China, the country responsible for a halt of economic activity around the world, is itself facing severe problems due to lockdown. In the first quarter of this calendar year, the Chinese economy shrank by 6.8 percent, the biggest contraction since 1976. The Chinese economy has never seen such a phase in the last four decades since it liberalised its economy in the late 1970s, after the death of Communist leader Mao Zedong.
As per data from the National Bureau of Statistics, this is the worst Chinese economy has ever seen in the last few decades. The Bloomberg economist poll predicted a drop of 6 percent, but the final data was scarier.
The Chinese economy is battling on almost all front with retail sales- a proxy for consumption- declined by 15.8 percent in March and investment- an indication of future upturn and confidence in the economy- declined by 16.1 percent in the quarter.
The economy is not expected to revive anytime soon as the majority of the countries around the world have extended the lockdowns until the first or second week of May. Given the fact the Chinese economy is heavily dependent on exports and investment, the economy shall not pick up even if the country goes back to normal.
“Most major economies are still in the lockdown stage,” Robin Xing chief China economist at Morgan Stanley Asia, said on Bloomberg TV. “As a result, growth in the second quarter will be shallow, just marginally above zero.”

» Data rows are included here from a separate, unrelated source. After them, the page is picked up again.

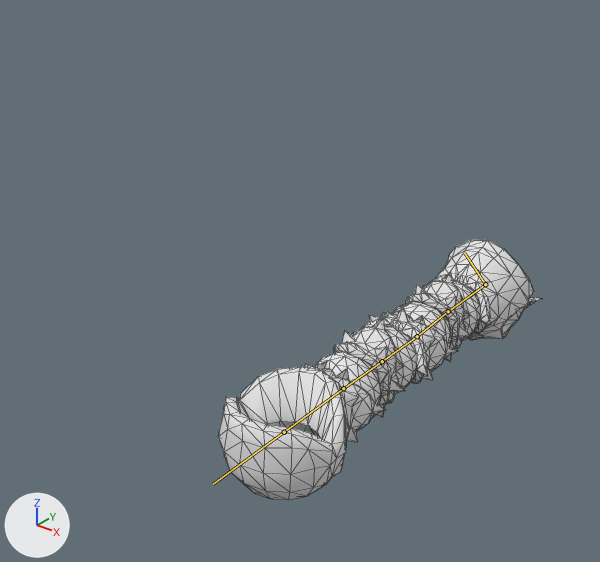
One commit to the glTF model Project/area/1 sand oasis/boss/data/model/Tail.gltf: the scene before it, then after it.
Camera for both pictures: a 50 mm lens placed at (8.69, -10.36, 9.86), pointed at (-1.71, 2.64, 1.8). The lights are fixed; the arrows at lower left show +X, +Y and +Z. The bones that bend it are drawn over the model as lines. Mesh edges are drawn as thin lines.

In view in the first picture: 'TailMesh'.
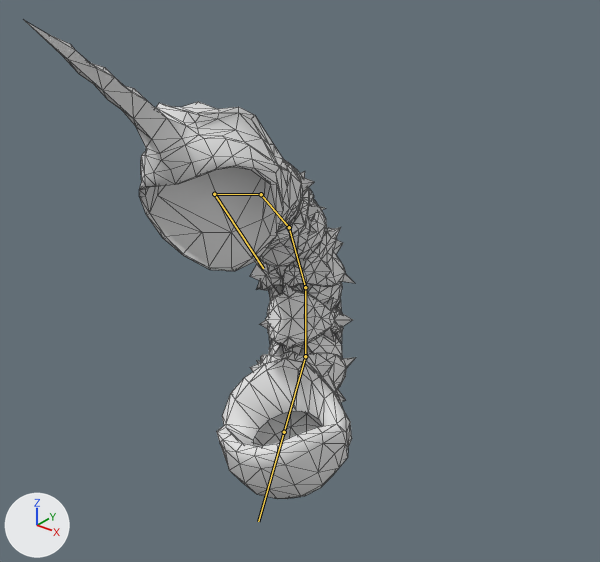
The newer file adds an action. The first version stands in its rest pose; the second is drawn at frame 55 of the action 'r-idle2-loop'.

What the commit changed:
Bone 'tail_01' (bone_tail_01) turns from (0, 0, 0) to (18, -12, 22) degrees about its own x, y and z.
Bone 'tail_02' (bone_tail_02) turns from (0, 0, 0) to (39, 0, 0) degrees about its own x, y and z.
Bone 'tail_03' (bone_tail_03) turns from (0, 0, 0) to (41, 0, 0) degrees about its own x, y and z.
Bone 'tail_04' (bone_tail_04) turns from (0, 0, 0) to (33, 0, 0) degrees about its own x, y and z.
Bone 'tail_05' (bone_tail_05) turns from (0, 0, 0) to (29, 5, 4) degrees about its own x, y and z.

Boxes (x1, y1, x2, y2) around the edits, measured in the pictures (600 x 562 px):
'TailMesh', posed (84% taller)
    before: (218, 240, 541, 500)
    after: (24, 20, 356, 499)
bone 'tail_01', root to tip
    before: (284, 432) to (343, 388)
    after: (284, 432) to (305, 356)
bone 'tail_02', root to tip
    before: (343, 388) to (382, 361)
    after: (305, 356) to (305, 287)
bone 'tail_03', root to tip
    before: (382, 361) to (417, 336)
    after: (305, 287) to (289, 227)
bone 'tail_04', root to tip
    before: (417, 336) to (448, 311)
    after: (289, 227) to (261, 194)
bone 'tail_05', root to tip
    before: (448, 311) to (485, 284)
    after: (261, 194) to (214, 194)

Only spending by domestic consumers could save the Chinese economy in the short-run but the people are not willing to spend after the Black Swan event of Coronavirus disease, and lockdown. The consumers are worried about the uncertain future and this is stopping them from going out and buying.
“The March activity data suggest the recovery will be a long haul — especially with the pandemic clobbering external demand. A much narrower decline in production points to strong improvement on the supply side, as our back-to-work gauges have flagged. This partly explains the limited drop in GDP, which is production-based. But foundering retail sales and investment underline continued weaknesses on the demand side,” said Chang Shu, a Bloomberg economist.
Moreover, a second wave of Coronavirus disease has hit China, and the country is reporting these as ‘asymptomatic cases’ to save its credibility (whatever remains) in global media and public opinion.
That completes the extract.